Ese capital simbólico se construye –o no– desde la infancia con la nutrición lingüística y cultural que brindan los adultos y, al contrario de lo que suele pensarse, no es un regalo ni un talento innato que distingue a unos pocos elegidos, sino un derecho. Pero la calidad del lenguaje, que es la herramienta por excelencia para hacer efectivo el derecho a la educación y a la cultura, es más desigual que la de la vivienda o la de los servicios públicos. Y digo calidad del lenguaje, porque resulta muy difícil analizar, filtrar, interpretar y criticar –y, por supuesto, escribir, así sean ecuaciones, mensajes, novelas o trabajos de investigación en cualquier campo– con un repertorio lingüístico escaso y circunscrito a los apremios de la vida cotidiana.
En muchos países, y en algunos sectores de este país también, es habitual que los padres les lean cuentos a sus hijos desde pequeños. Algunos lo hacen porque lo hicieron con ellos cuando eran niños y, además de disfrutar aún hoy de sus beneficios, conservan el recuerdo de un vínculo afectivo y de un tiempo placentero ligado a la lectura. Otros, al contrario, lo hacen pues han vivido en carne propia los perjuicios que produce la carencia de lenguaje y aspiran a cambiar la historia de sus hijos.
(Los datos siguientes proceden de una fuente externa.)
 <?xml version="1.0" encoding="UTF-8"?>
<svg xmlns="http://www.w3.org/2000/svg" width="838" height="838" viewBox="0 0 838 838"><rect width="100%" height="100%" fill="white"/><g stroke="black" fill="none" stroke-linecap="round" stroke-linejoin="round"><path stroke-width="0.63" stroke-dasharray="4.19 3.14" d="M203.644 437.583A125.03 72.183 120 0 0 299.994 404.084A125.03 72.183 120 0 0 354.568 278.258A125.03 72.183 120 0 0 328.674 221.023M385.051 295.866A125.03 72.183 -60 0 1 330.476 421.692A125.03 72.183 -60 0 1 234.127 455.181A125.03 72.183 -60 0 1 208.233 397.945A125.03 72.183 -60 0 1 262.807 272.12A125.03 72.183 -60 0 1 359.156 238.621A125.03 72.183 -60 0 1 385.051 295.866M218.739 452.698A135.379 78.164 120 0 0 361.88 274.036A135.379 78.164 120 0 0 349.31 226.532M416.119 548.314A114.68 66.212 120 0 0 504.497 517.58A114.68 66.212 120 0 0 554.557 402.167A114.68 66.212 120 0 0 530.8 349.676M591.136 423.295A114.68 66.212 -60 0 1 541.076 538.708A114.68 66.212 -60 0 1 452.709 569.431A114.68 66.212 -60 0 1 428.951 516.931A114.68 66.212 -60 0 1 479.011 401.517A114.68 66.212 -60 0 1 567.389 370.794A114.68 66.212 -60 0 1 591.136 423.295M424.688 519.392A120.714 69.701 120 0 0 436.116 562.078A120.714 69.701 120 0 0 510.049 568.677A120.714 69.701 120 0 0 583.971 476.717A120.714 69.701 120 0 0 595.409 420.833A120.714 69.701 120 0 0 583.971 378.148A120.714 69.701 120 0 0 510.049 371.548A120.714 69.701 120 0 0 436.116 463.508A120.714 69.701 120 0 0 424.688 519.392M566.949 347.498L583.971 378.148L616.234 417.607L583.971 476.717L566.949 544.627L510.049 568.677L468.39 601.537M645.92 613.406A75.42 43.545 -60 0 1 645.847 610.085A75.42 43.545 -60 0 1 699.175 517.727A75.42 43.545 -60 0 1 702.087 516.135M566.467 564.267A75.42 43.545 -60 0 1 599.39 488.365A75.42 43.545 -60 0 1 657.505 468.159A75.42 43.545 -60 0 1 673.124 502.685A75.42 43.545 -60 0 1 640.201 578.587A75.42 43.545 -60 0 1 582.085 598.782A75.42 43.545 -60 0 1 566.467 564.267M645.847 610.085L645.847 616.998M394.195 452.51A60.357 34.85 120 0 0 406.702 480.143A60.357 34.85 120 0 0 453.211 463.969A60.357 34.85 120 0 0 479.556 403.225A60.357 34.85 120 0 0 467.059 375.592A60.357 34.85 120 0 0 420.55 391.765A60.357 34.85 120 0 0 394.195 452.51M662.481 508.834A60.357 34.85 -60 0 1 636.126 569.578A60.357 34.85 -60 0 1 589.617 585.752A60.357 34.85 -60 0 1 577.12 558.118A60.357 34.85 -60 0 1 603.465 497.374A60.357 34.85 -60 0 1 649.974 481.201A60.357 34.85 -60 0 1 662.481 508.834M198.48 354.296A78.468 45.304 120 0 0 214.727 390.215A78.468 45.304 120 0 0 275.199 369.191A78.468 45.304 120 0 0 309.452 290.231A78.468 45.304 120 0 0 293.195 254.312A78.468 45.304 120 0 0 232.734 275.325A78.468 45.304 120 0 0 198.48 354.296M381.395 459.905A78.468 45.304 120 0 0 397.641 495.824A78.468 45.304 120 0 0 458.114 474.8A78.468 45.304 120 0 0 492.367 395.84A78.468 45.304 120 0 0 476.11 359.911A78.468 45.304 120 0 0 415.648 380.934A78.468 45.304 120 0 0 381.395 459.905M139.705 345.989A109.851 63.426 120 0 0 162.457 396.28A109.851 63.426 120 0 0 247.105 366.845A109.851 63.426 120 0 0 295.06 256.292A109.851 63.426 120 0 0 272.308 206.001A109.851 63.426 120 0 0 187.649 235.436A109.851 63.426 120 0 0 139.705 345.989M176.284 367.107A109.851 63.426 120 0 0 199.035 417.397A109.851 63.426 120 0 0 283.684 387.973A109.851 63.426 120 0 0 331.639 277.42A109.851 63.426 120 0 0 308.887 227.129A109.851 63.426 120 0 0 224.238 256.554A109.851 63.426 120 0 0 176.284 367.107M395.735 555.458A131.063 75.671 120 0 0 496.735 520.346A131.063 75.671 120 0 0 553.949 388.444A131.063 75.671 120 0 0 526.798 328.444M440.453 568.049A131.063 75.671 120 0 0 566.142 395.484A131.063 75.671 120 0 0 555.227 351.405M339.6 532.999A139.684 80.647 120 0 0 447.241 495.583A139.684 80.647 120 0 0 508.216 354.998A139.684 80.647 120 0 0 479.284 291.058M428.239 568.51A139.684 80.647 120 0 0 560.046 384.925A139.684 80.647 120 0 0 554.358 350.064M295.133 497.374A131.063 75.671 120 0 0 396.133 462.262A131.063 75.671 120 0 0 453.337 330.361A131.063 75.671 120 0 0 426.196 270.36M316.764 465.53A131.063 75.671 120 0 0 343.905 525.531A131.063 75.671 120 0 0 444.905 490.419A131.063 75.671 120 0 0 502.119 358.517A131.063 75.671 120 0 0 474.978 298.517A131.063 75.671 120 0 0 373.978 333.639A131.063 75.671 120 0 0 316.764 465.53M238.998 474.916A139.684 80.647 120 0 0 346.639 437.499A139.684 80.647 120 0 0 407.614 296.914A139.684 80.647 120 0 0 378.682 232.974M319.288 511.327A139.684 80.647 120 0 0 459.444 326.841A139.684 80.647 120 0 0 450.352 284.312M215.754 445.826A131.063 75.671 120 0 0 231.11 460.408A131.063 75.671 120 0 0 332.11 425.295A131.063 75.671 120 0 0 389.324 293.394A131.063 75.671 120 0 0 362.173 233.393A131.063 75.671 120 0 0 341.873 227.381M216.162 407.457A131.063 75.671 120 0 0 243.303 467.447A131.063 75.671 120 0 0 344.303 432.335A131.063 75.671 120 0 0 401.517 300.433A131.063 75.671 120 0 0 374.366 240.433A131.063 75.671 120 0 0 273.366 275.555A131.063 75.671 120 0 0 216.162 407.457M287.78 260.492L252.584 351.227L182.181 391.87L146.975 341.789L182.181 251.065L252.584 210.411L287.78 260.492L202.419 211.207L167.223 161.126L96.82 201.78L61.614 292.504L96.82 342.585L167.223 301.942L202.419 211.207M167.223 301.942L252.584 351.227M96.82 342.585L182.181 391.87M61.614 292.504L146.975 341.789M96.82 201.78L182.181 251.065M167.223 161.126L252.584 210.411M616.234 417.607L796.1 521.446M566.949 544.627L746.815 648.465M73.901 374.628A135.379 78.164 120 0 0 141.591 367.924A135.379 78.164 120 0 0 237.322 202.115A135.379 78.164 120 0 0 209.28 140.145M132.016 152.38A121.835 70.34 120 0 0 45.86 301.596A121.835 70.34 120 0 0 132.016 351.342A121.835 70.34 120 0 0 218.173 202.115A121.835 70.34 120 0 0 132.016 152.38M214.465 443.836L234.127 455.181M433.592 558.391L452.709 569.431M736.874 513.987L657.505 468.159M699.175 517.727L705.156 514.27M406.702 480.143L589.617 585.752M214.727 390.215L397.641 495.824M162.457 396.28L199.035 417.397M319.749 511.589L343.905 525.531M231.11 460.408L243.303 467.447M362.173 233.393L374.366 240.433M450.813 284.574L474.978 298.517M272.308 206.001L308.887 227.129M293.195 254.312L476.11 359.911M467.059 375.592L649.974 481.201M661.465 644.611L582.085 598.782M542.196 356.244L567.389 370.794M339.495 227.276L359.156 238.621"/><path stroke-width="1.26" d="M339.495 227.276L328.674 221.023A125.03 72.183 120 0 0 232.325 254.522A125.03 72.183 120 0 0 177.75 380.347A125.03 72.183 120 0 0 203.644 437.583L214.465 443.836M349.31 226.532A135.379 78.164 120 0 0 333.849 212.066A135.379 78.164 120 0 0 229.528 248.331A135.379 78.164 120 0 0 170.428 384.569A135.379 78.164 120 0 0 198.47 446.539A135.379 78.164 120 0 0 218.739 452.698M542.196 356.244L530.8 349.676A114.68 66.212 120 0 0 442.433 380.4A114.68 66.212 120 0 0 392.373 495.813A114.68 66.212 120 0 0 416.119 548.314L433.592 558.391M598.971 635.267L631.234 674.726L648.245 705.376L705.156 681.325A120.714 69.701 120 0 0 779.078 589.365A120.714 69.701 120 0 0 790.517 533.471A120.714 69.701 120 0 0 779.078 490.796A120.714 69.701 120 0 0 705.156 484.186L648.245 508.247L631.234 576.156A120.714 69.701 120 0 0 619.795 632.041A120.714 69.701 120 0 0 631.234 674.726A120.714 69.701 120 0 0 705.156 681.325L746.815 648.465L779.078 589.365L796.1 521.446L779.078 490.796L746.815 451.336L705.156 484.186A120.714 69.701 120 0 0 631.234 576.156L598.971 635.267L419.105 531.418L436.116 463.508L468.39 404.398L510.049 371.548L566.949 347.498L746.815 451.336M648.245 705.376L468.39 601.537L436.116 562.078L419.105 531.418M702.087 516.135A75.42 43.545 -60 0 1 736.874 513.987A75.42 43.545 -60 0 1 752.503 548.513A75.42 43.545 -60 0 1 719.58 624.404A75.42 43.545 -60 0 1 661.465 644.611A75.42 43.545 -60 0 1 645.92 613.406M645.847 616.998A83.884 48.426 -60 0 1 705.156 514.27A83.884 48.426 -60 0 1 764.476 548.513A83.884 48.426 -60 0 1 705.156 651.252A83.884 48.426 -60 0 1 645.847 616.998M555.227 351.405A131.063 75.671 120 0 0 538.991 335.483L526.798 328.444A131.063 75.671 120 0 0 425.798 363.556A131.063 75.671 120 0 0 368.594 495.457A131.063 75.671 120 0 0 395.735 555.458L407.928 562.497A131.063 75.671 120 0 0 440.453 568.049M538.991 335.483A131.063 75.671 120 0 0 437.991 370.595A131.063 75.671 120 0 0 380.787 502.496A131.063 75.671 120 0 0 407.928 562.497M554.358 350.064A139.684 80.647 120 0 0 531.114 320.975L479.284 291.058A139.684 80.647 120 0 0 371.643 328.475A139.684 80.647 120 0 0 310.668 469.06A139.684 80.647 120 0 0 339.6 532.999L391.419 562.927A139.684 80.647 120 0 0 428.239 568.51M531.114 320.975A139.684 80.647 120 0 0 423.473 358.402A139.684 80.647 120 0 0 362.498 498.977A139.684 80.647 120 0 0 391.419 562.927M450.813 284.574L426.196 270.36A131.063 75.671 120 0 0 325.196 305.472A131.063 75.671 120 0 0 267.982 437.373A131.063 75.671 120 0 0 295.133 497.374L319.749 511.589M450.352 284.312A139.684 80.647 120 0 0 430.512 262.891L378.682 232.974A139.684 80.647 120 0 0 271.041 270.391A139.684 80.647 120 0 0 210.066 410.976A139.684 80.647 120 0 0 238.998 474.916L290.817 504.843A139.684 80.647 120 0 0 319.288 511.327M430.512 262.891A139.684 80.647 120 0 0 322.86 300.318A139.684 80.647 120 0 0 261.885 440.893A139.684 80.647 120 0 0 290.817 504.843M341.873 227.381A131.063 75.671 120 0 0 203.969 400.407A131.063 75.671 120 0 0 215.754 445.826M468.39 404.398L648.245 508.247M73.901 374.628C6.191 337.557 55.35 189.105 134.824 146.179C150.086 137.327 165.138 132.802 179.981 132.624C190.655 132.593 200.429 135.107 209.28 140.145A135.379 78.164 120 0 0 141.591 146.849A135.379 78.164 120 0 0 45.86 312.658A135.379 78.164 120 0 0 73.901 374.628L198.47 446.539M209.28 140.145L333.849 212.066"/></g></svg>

Sin embargo, una gran mayoría de familias no considera la lectura como fuente de nutrición emocional y cognitiva, pues esa idea no viene con el ADN, no suele ser clara para los pediatras ni para los primeros maestros que influyen en los padres, ni mucho menos para esta sociedad basada en el dinero fácil.
Por ello, al lado de las políticas de largo plazo para apoyar la lectura, estos momentos especiales como La semana del libro infantil y los festivales de librerías que se celebran en octubre contribuyen a asociar la lectura con el tiempo libre de la gente y a crearle necesidades que no sabía que tenía. Y dado que los vínculos de la lectura con las capacidades de pensar y construir sentido, o incluso la idea de que es posible construir sentido, no son evidentes para la mayoría, propiciar encuentros creativos entre las familias y los libros es una forma de vincular el ejercicio de las ciudadanías –las reales y también las simbólicas– con actos cotidianos como contar cuentos para nutrir la psiquis de los niños.
Si está claro que una condición esencial para salir de la pobreza es tener una vivienda digna, también es prioritario construir los cimientos de esas “casas imaginarias” para cerrar las brechas de exclusión que separan a los niños que crecen envueltos entre historias, de aquellos a quienes condenamos a la peor pobreza de todas, que es la carencia de imaginación y de palabras.